Generally, embodiments of the present invention can be implemented as a computer program product with a program code, the program code being operative for performing one of the methods when the computer program product runs on a computer. The program code may, for example, be stored on a machine readable carrier.

Other embodiments comprise the computer program for performing one of the methods described herein, stored on a machine readable carrier.

In other words, an embodiment of the inventive method is, therefore, a computer program having a program code for performing one of the methods described herein, when the computer program runs on a computer.

A further embodiment of the inventive method is, therefore, a data carrier (or a digital storage medium, or a computer-readable medium) comprising, recorded thereon, the computer program for performing one of the methods described herein. The data carrier, the digital storage medium or the recorded medium are typically tangible and/or non-transitionary.

A further embodiment of the invention method is, therefore, a data stream or a sequence of signals representing the computer program for performing one of the methods described herein. The data stream or the sequence of signals may, for example, be configured to be transferred via a data communication connection, for example, via the internet.

A further embodiment comprises a processing means, for example, a computer or a programmable logic device, configured to, or adapted to, perform one of the methods described herein.

A further embodiment comprises a computer having installed thereon the computer program for performing one of the methods described herein.

A further embodiment according to the invention comprises an apparatus or a system configured to transfer (for example, electronically or optically) a computer program for performing one of the methods described herein to a receiver.

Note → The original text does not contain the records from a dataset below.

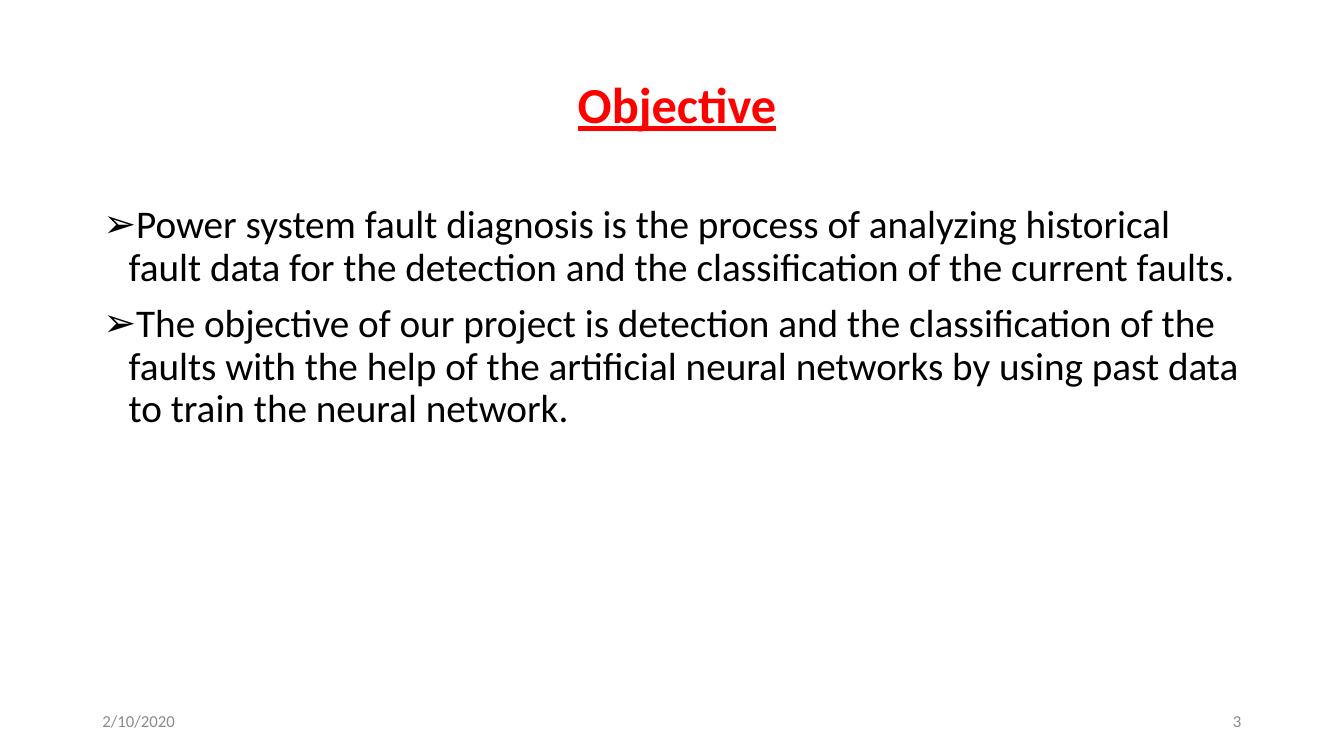
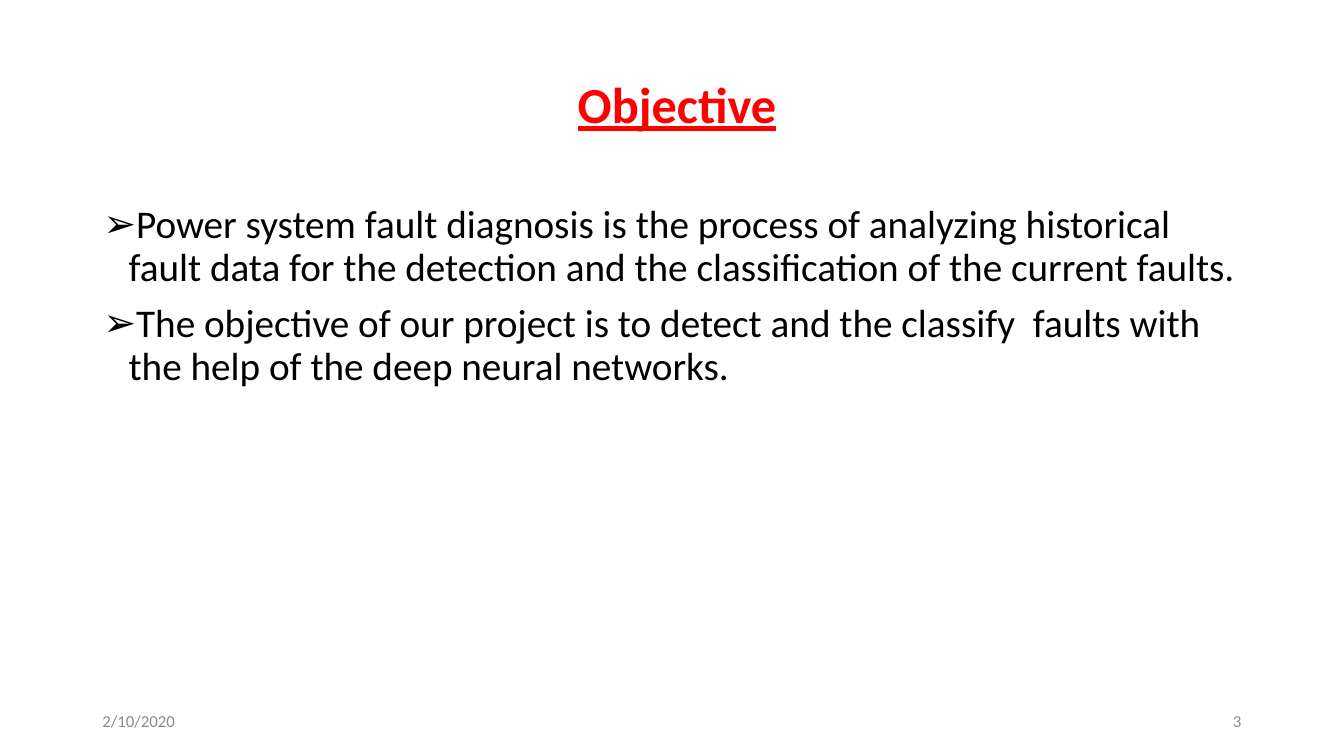
Before and after one commit to svec-final-year-project-eee/Project, a slide deck: slide 3 of Reviews/second review/Second Oral Presentation.pptx. Drawn at 1344x756 pixels with LibreOffice and Linux fonts; fonts in the diff are those of the drawing. Boxes give left, top, right and bottom in pixels: in the first picture for what was removed or moved away, otherwise in the second. Text is boxed around its words. In the diff, an @@ line names an element or a change of style, - is before the commit and + after.

```diff
--- a/Reviews/second review/Second Oral Presentation.pptx
+++ b/Reviews/second review/Second Oral Presentation.pptx
@@ text at [129,309,1201,387]: text changed @@
-➢ The objective of our project is detection and the classification of the faults with the help of the artificial neural networks by using past data to train the neural network.
+➢ The objective of our project is to detect and the classify faults with the help of the deep neural networks.
```
Also in this commit, not shown: 10 other slides changed, 2 slides added, 1 slide removed, 1 other file.
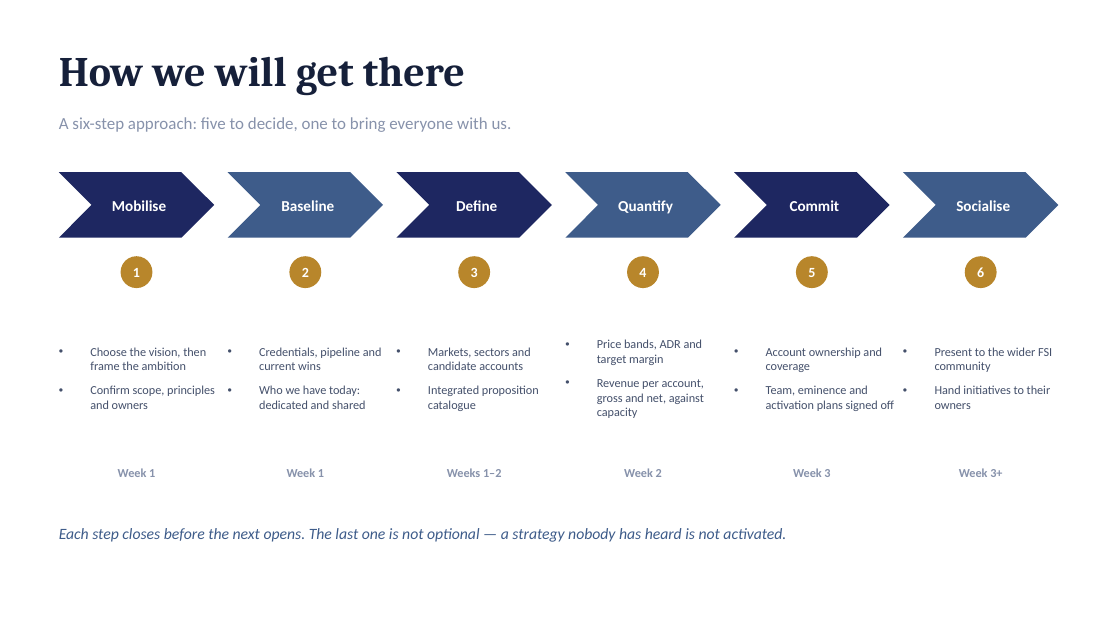
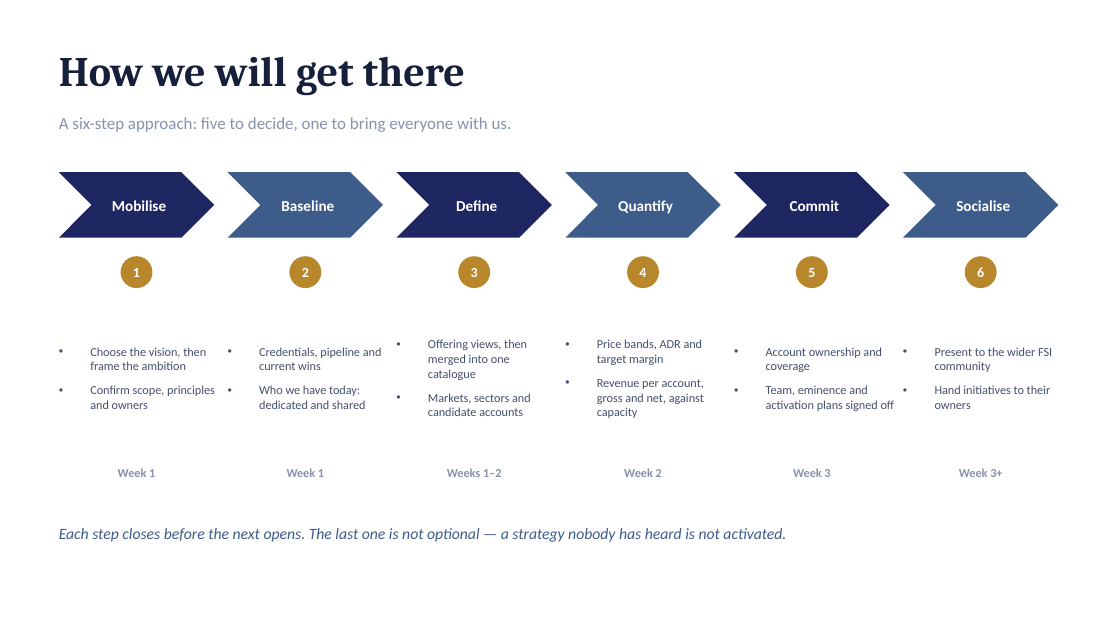
Before and after one commit to dhajjar-cyber/bae, a slide deck: slide 22 of FSI strategy/EAI&D-FSI-Strategy-Development-Plan.pptx. Drawn at 1120x630 pixels with LibreOffice and Linux fonts; fonts in the diff are those of the drawing. Boxes give left, top, right and bottom in pixels: in the first picture for what was removed or moved away, otherwise in the second. Text is boxed around its words. In the diff, an @@ line names an element or a change of style, - is before the commit and + after.

```diff
--- a/FSI strategy/EAI&D-FSI-Strategy-Development-Plan.pptx
+++ b/FSI strategy/EAI&D-FSI-Strategy-Development-Plan.pptx
@@ text at (x1=428, y1=339, x2=527, y2=380): paragraph added @@
+• Offering views, then merged into one catalogue
@@ text at (x1=428, y1=385, x2=539, y2=411): paragraph removed @@
-• Integrated proposition catalogue
```
Also in this commit, not shown: 3 other slides changed, 1 slide added, 1 other file.

The receiver may, for example, be a computer, a mobile device, a memory device or the like. The apparatus or system may, for example, comprise a file server for transferring the computer program to the receiver.

In some embodiments, a programmable logic device (for example, a field programmable gate array) may be used to perform some or all of the functionalities of the methods described herein. In some embodiments, a field programmable gate array may cooperate with a microprocessor in order to perform one of the methods described herein. Generally, the methods are performed by any hardware apparatus.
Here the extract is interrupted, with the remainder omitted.